I'll reflash all the boards to have a timeout of 50ms and have shaved down my Serial read thread for speed, so we'll see what happens.
PostScript: 15th June
Rewriting the Serial read thread has done the trick - no exceptions for a week. I've tested the firmware change and it causes no issues so will run with both, but at least I've confirms that was definitely the issue. The computer is now officially stable!
PostScript: 9th September
Stable, but also heavily loaded. Too heavily loaded to reliably play audio via a
USB audio card - I get frequent skips and pops. While this is a bit of a known issue
with the
Raspberry Pi, the normally proposed solution of setting the boot option dwc_otg.speed=1
caused massive packet loss on the USB bus. So no USB audio for me.
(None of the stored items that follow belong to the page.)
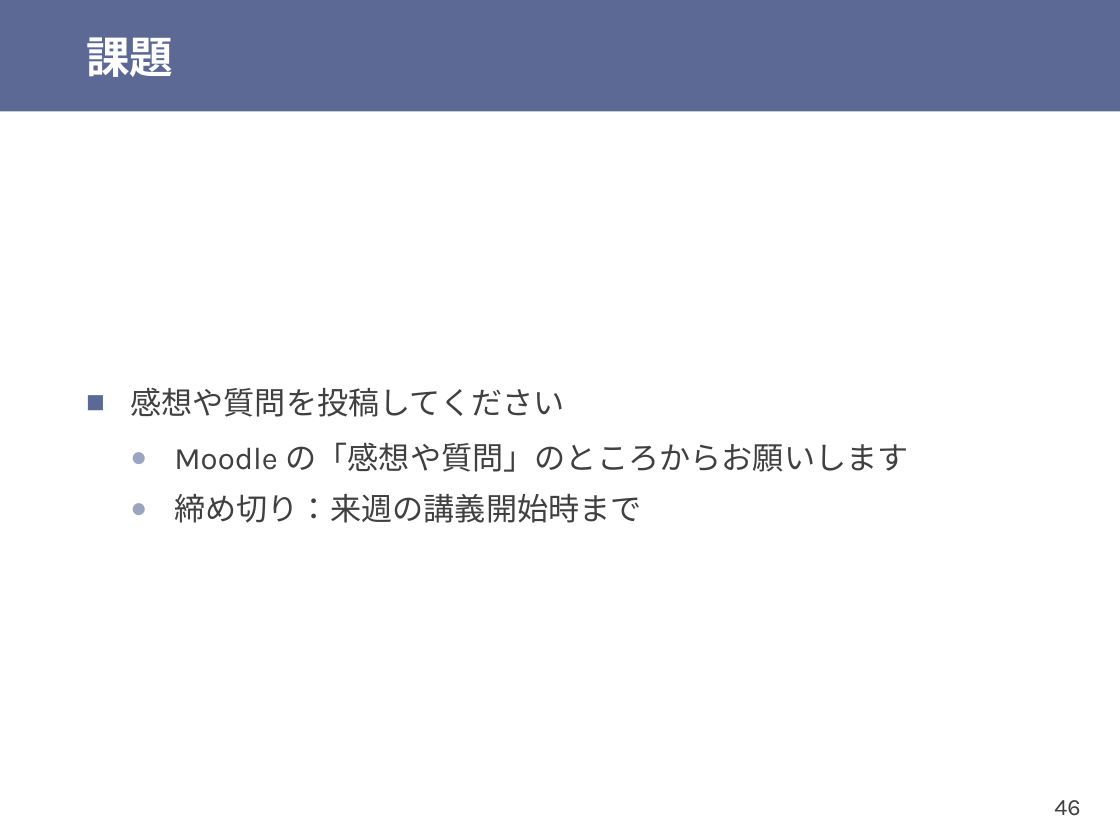
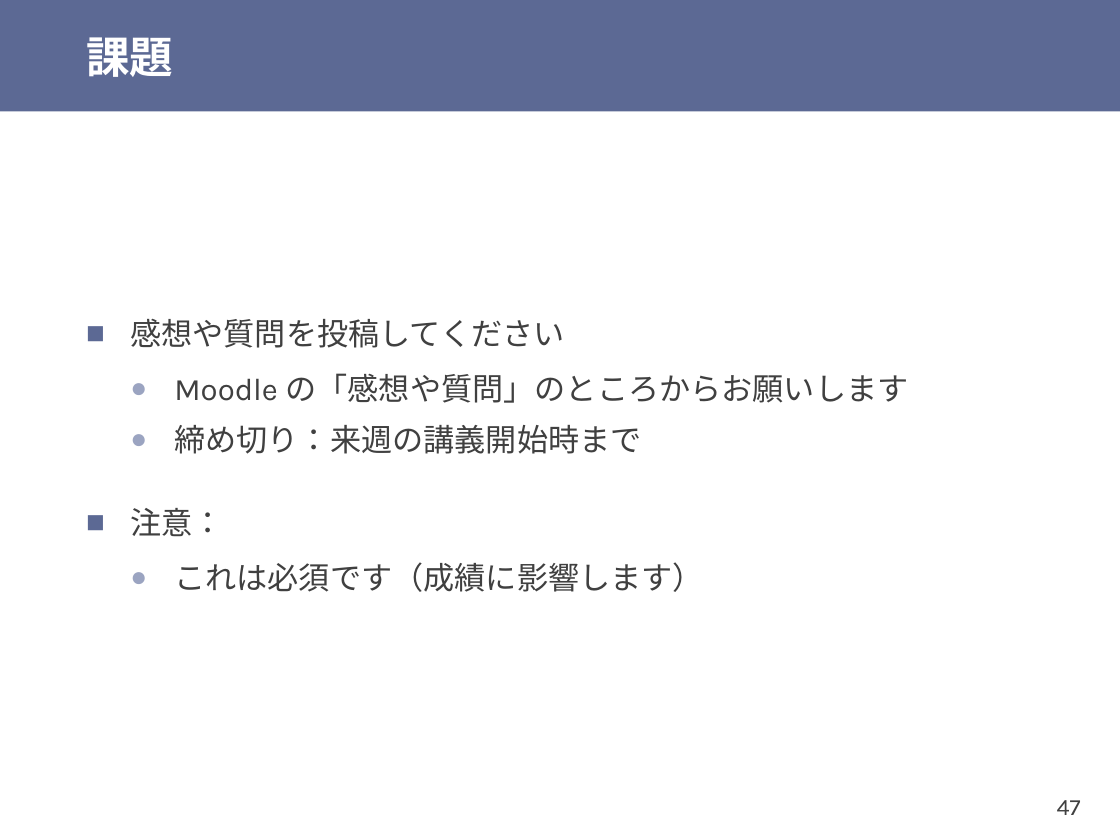
Before and after one commit to shioyadan/otya-computer-architecture-i, a slide deck: slide 47 of cai-shioya-01.pptx (slide 46 before the commit). Drawn at 1120x840 pixels with LibreOffice and Linux fonts; fonts in the diff are those of the drawing. Boxes give left, top, right and bottom in pixels: in the first picture for what was removed or moved away, otherwise in the second. Text is boxed around its words. In the diff, an @@ line names an element or a change of style, - is before the commit and + after.

```diff
--- a/cai-shioya-01.pptx
+++ b/cai-shioya-01.pptx
@@ text at (130, 508, 704, 592): paragraphs added @@
+■ 注意：
+  ● これは必須です（成績に影響します）
@@ page number at (1057, 800, 1081, 815): text changed @@
-46
+47
```
Also in this commit, not shown: 4 other slides changed, 2 slides added, 1 slide removed, 2 other files.
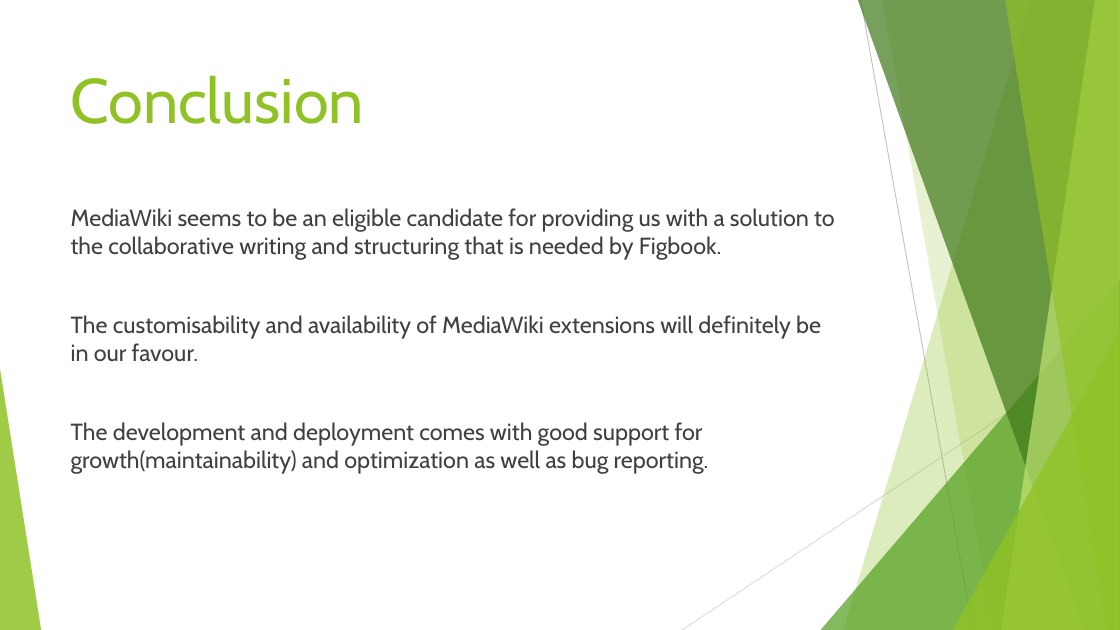
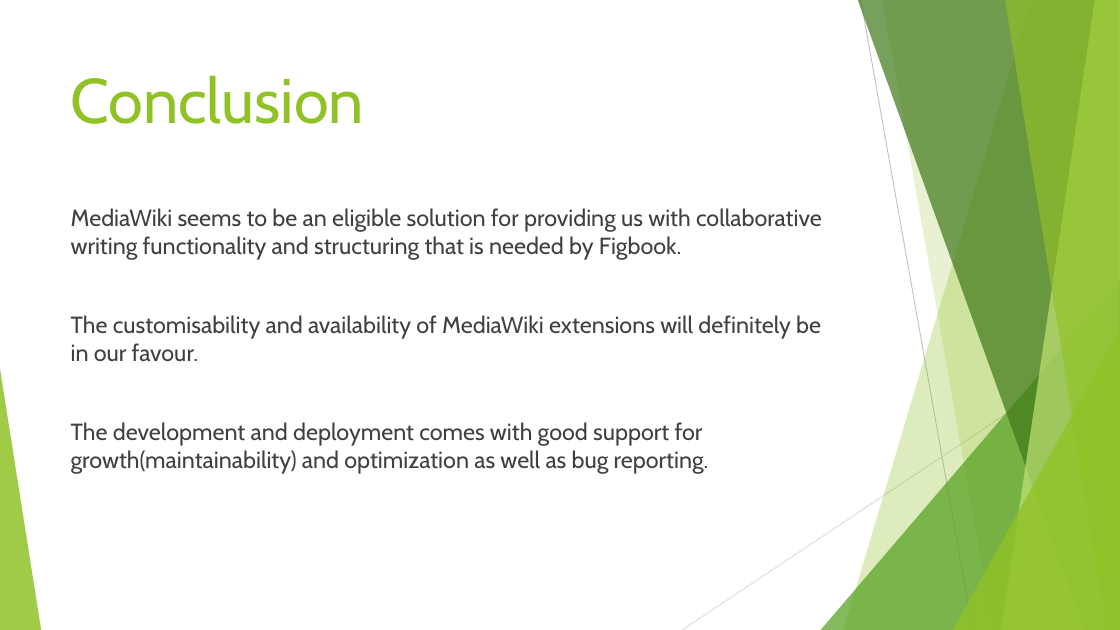
Before and after one commit to SpheMalo/COS-301-Main-Project, a slide deck: slide 5 of MediaWiki Research/MediaWikiInstallationAndDeploymentPresentation.pptx. Drawn at 1120x630 pixels with LibreOffice and Linux fonts; fonts in the diff are those of the drawing. Boxes give left, top, right and bottom in pixels: in the first picture for what was removed or moved away, otherwise in the second. Text is boxed around its words. In the diff, an @@ line names an element or a change of style, - is before the commit and + after.

Commit message:
Updated presentation slides

```diff
--- a/MediaWiki Research/MediaWikiInstallationAndDeploymentPresentation.pptx
+++ b/MediaWiki Research/MediaWikiInstallationAndDeploymentPresentation.pptx
@@ text at (71, 208, 822, 260): text changed @@
-MediaWiki seems to be an eligible candidate for providing us with a solution to the collaborative writing and structuring that is needed by Figbook.
+MediaWiki seems to be an eligible solution for providing us with collaborative writing functionality and structuring that is needed by Figbook.
```
Also in this commit, not shown: 2 other slides changed.

I didn't need to reflash the boards to increase the serial timeout as described above, although the boards I did do this to are working. As it turned out the single most signifant improvement, other than the fancy hubs, came from using the Oracle JVM instead of the OpenJDK JVM. On the Pi, the latter is so slow it's next to useless: after switching, the average CPU load on the Pi dropped from over 1 down to about 0.15. No more latency issues.